• TASK STATEMENT
The reply should contain all the data below, repeated exactly, and none of the images.

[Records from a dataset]

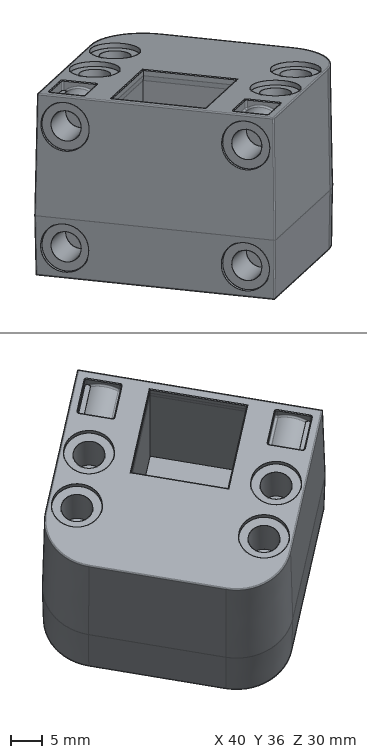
import math

import cadquery as cq

WIDTH = 40.0
DEPTH = 36.0
HEIGHT = 30.0
PARTING_Z = 9.9
BACK_CORNER_RADIUS = 9.0
DRAFT_ANGLE = 1.0
EDGE_RADIUS = 0.2

HOLE_X = 15.0
HOLE_DIAMETER = 5.0
HOLE_DEPTH = 8.0
COUNTERBORE_DIAMETER = 8.0
COUNTERBORE_DEPTH = 0.8
LOWER_FRONT_HOLE_Z = 5.0
UPPER_FRONT_HOLE_Z = 25.0
TOP_HOLE_YS = (15.0, 25.0)

WELL_SIDE = 15.5
WELL_CENTER_Y = 9.6
WELL_FLOOR_Z = PARTING_Z
WELL_RIM_CHAMFER = 0.15
RIDGE_HEIGHT = 0.03
RIDGE_CREST_DEPTH = 1.0
RIDGE_END_DEPTH = 1.8

WINDOW_INNER_X = 12.35
WINDOW_OUTER_X = 18.15
WINDOW_FRONT_Y = 1.8
WINDOW_BACK_Y = 8.15
WINDOW_RIM_CHAMFER = 0.15
WINDOW_FILLET = 0.3
TUBE_RADIUS = 4.0
SHELF_EDGE_X = 17.25
SHELF_Z = UPPER_FRONT_HOLE_Z + math.sqrt(TUBE_RADIUS**2 - (SHELF_EDGE_X - HOLE_X) ** 2)

OVERCUT = 1.0


def box_between(low, high):
    """Axis-aligned box between two opposite corners."""
    size = [b - a for a, b in zip(low, high)]
    return cq.Workplane("XY").box(*size, centered=False).translate(low)


def housing_half(height, end_face):
    """Drafted half of the housing, from the parting plane over a signed height to its end face."""
    outline = (
        cq.Sketch()
        .push([(0, DEPTH / 2)])
        .rect(WIDTH, DEPTH)
        .reset()
        .vertices(">Y")
        .fillet(BACK_CORNER_RADIUS)
    )
    parting_plane = cq.Workplane("XY", origin=(0, 0, PARTING_Z))
    half = parting_plane.placeSketch(outline).extrude(height, taper=DRAFT_ANGLE)
    end_edges = half.faces(end_face).edges()
    front_corners = half.faces("<Y").edges("not #Z")
    return end_edges.add(front_corners).fillet(EDGE_RADIUS)


def counterbored_hole(mouth, direction):
    """Cutter for a counterbored hole, starting outside the face it enters."""
    axis = cq.Vector(*direction)
    start = cq.Vector(*mouth) - axis * OVERCUT
    bore = cq.Solid.makeCylinder(HOLE_DIAMETER / 2, HOLE_DEPTH + OVERCUT, start, axis)
    recess = cq.Solid.makeCylinder(COUNTERBORE_DIAMETER / 2, COUNTERBORE_DEPTH + OVERCUT, start, axis)
    return cq.Workplane(bore.fuse(recess))


def square_frustum(base_z, height, base_side, slope_offset):
    """Square frustum whose sides move in by slope_offset over its (signed) height."""
    taper = math.degrees(math.atan2(slope_offset, abs(height)))
    base = cq.Workplane("XY", origin=(0, WELL_CENTER_Y, base_z)).rect(base_side, base_side)
    return base.extrude(height, taper=taper)


def well():
    """Cutter for the well: a straight shaft, then a mouth pinched in by the ridge, with a chamfered rim."""
    ridge_end_z = HEIGHT - RIDGE_END_DEPTH
    shaft = square_frustum(WELL_FLOOR_Z, ridge_end_z - WELL_FLOOR_Z, WELL_SIDE, 0)
    below_crest = square_frustum(ridge_end_z, RIDGE_END_DEPTH - RIDGE_CREST_DEPTH, WELL_SIDE, RIDGE_HEIGHT)
    above_crest = square_frustum(HEIGHT, -RIDGE_CREST_DEPTH, WELL_SIDE, RIDGE_HEIGHT)
    rim = square_frustum(HEIGHT, -WELL_RIM_CHAMFER, WELL_SIDE + 2 * WELL_RIM_CHAMFER, WELL_RIM_CHAMFER)
    return shaft.union(below_crest).union(above_crest).union(rim)


def window():
    """Cutter for the window on the +X side."""
    opening = box_between(
        (WINDOW_INNER_X, WINDOW_FRONT_Y, UPPER_FRONT_HOLE_Z),
        (WINDOW_OUTER_X, WINDOW_BACK_Y, HEIGHT),
    )
    tube = (
        cq.Workplane("XZ", origin=(HOLE_X, 0, UPPER_FRONT_HOLE_Z))
        .circle(TUBE_RADIUS)
        .extrude(-WINDOW_BACK_Y - OVERCUT)
    )
    shelf = box_between((HOLE_X, 0, 0), (WINDOW_OUTER_X + OVERCUT, WINDOW_BACK_Y + OVERCUT, SHELF_Z))
    opening = opening.cut(tube).cut(shelf)

    tube_edges = opening.faces("%CYLINDER").edges("not(>X)")
    inner_corners = opening.edges("|Z and <X")
    opening = tube_edges.add(inner_corners).fillet(WINDOW_FILLET)
    opening = opening.edges("|Z and >X").fillet(WINDOW_FILLET)

    rim = opening.faces(">Z").wires().toPending().offset2D(WINDOW_RIM_CHAMFER)
    return opening.union(rim.extrude(-WINDOW_RIM_CHAMFER, taper=45))


upper_half = housing_half(HEIGHT - PARTING_Z, ">Z")
lower_half = housing_half(-PARTING_Z, "<Z")
result = upper_half.union(lower_half).cut(well())

for x in (-HOLE_X, HOLE_X):
    for z in (LOWER_FRONT_HOLE_Z, UPPER_FRONT_HOLE_Z):
        result = result.cut(counterbored_hole((x, 0, z), (0, 1, 0)))
    for y in TOP_HOLE_YS:
        result = result.cut(counterbored_hole((x, y, HEIGHT), (0, 0, -1)))

right_window = window()
result = result.cut(right_window).cut(right_window.mirror("YZ"))

• SOLUTION TO THE EXERCISE
import math

import cadquery as cq

WIDTH = 40.0
DEPTH = 36.0
HEIGHT = 30.0
PARTING_Z = 9.9
BACK_CORNER_RADIUS = 9.0
DRAFT_ANGLE = 1.0
EDGE_RADIUS = 0.2

HOLE_X = 15.0
HOLE_DIAMETER = 5.0
HOLE_DEPTH = 8.0
COUNTERBORE_DIAMETER = 8.0
COUNTERBORE_DEPTH = 0.8
LOWER_FRONT_HOLE_Z = 5.0
UPPER_FRONT_HOLE_Z = 25.0
TOP_HOLE_YS = (15.0, 25.0)

WELL_SIDE = 15.5
WELL_CENTER_Y = 9.6
WELL_FLOOR_Z = PARTING_Z
WELL_RIM_CHAMFER = 0.15
RIDGE_HEIGHT = 0.03
RIDGE_CREST_DEPTH = 1.0
RIDGE_END_DEPTH = 1.8

WINDOW_INNER_X = 12.35
WINDOW_OUTER_X = 18.15
WINDOW_FRONT_Y = 1.8
WINDOW_BACK_Y = 8.15
WINDOW_RIM_CHAMFER = 0.15
WINDOW_FILLET = 0.3
TUBE_RADIUS = 4.0
SHELF_EDGE_X = 17.25
SHELF_Z = UPPER_FRONT_HOLE_Z + math.sqrt(TUBE_RADIUS**2 - (SHELF_EDGE_X - HOLE_X) ** 2)

OVERCUT = 1.0


def box_between(low, high):
    """Axis-aligned box between two opposite corners."""
    size = [b - a for a, b in zip(low, high)]
    return cq.Workplane("XY").box(*size, centered=False).translate(low)


def housing_half(height, end_face):
    """Drafted half of the housing, from the parting plane over a signed height to its end face."""
    outline = (
        cq.Sketch()
        .push([(0, DEPTH / 2)])
        .rect(WIDTH, DEPTH)
        .reset()
        .vertices(">Y")
        .fillet(BACK_CORNER_RADIUS)
    )
    parting_plane = cq.Workplane("XY", origin=(0, 0, PARTING_Z))
    half = parting_plane.placeSketch(outline).extrude(height, taper=DRAFT_ANGLE)
    end_edges = half.faces(end_face).edges()
    front_corners = half.faces("<Y").edges("not #Z")
    return end_edges.add(front_corners).fillet(EDGE_RADIUS)


def counterbored_hole(mouth, direction):
    """Cutter for a counterbored hole, starting outside the face it enters."""
    axis = cq.Vector(*direction)
    start = cq.Vector(*mouth) - axis * OVERCUT
    bore = cq.Solid.makeCylinder(HOLE_DIAMETER / 2, HOLE_DEPTH + OVERCUT, start, axis)
    recess = cq.Solid.makeCylinder(COUNTERBORE_DIAMETER / 2, COUNTERBORE_DEPTH + OVERCUT, start, axis)
    return cq.Workplane(bore.fuse(recess))


def square_frustum(base_z, height, base_side, slope_offset):
    """Square frustum whose sides move in by slope_offset over its (signed) height."""
    taper = math.degrees(math.atan2(slope_offset, abs(height)))
    base = cq.Workplane("XY", origin=(0, WELL_CENTER_Y, base_z)).rect(base_side, base_side)
    return base.extrude(height, taper=taper)


def well():
    """Cutter for the well: a straight shaft, then a mouth pinched in by the ridge, with a chamfered rim."""
    ridge_end_z = HEIGHT - RIDGE_END_DEPTH
    shaft = square_frustum(WELL_FLOOR_Z, ridge_end_z - WELL_FLOOR_Z, WELL_SIDE, 0)
    below_crest = square_frustum(ridge_end_z, RIDGE_END_DEPTH - RIDGE_CREST_DEPTH, WELL_SIDE, RIDGE_HEIGHT)
    above_crest = square_frustum(HEIGHT, -RIDGE_CREST_DEPTH, WELL_SIDE, RIDGE_HEIGHT)
    rim = square_frustum(HEIGHT, -WELL_RIM_CHAMFER, WELL_SIDE + 2 * WELL_RIM_CHAMFER, WELL_RIM_CHAMFER)
    return shaft.union(below_crest).union(above_crest).union(rim)


def window():
    """Cutter for the window on the +X side."""
    opening = box_between(
        (WINDOW_INNER_X, WINDOW_FRONT_Y, UPPER_FRONT_HOLE_Z),
        (WINDOW_OUTER_X, WINDOW_BACK_Y, HEIGHT),
    )
    tube = (
        cq.Workplane("XZ", origin=(HOLE_X, 0, UPPER_FRONT_HOLE_Z))
        .circle(TUBE_RADIUS)
        .extrude(-WINDOW_BACK_Y - OVERCUT)
    )
    shelf = box_between((HOLE_X, 0, 0), (WINDOW_OUTER_X + OVERCUT, WINDOW_BACK_Y + OVERCUT, SHELF_Z))
    opening = opening.cut(tube).cut(shelf)

    tube_edges = opening.faces("%CYLINDER").edges("not(>X)")
    inner_corners = opening.edges("|Z and <X")
    opening = tube_edges.add(inner_corners).fillet(WINDOW_FILLET)
    opening = opening.edges("|Z and >X").fillet(WINDOW_FILLET)

    rim = opening.faces(">Z").wires().toPending().offset2D(WINDOW_RIM_CHAMFER)
    return opening.union(rim.extrude(-WINDOW_RIM_CHAMFER, taper=45))


upper_half = housing_half(HEIGHT - PARTING_Z, ">Z")
lower_half = housing_half(-PARTING_Z, "<Z")
result = upper_half.union(lower_half).cut(well())

for x in (-HOLE_X, HOLE_X):
    for z in (LOWER_FRONT_HOLE_Z, UPPER_FRONT_HOLE_Z):
        result = result.cut(counterbored_hole((x, 0, z), (0, 1, 0)))
    for y in TOP_HOLE_YS:
        result = result.cut(counterbored_hole((x, y, HEIGHT), (0, 0, -1)))

right_window = window()
result = result.cut(right_window).cut(right_window.mirror("YZ"))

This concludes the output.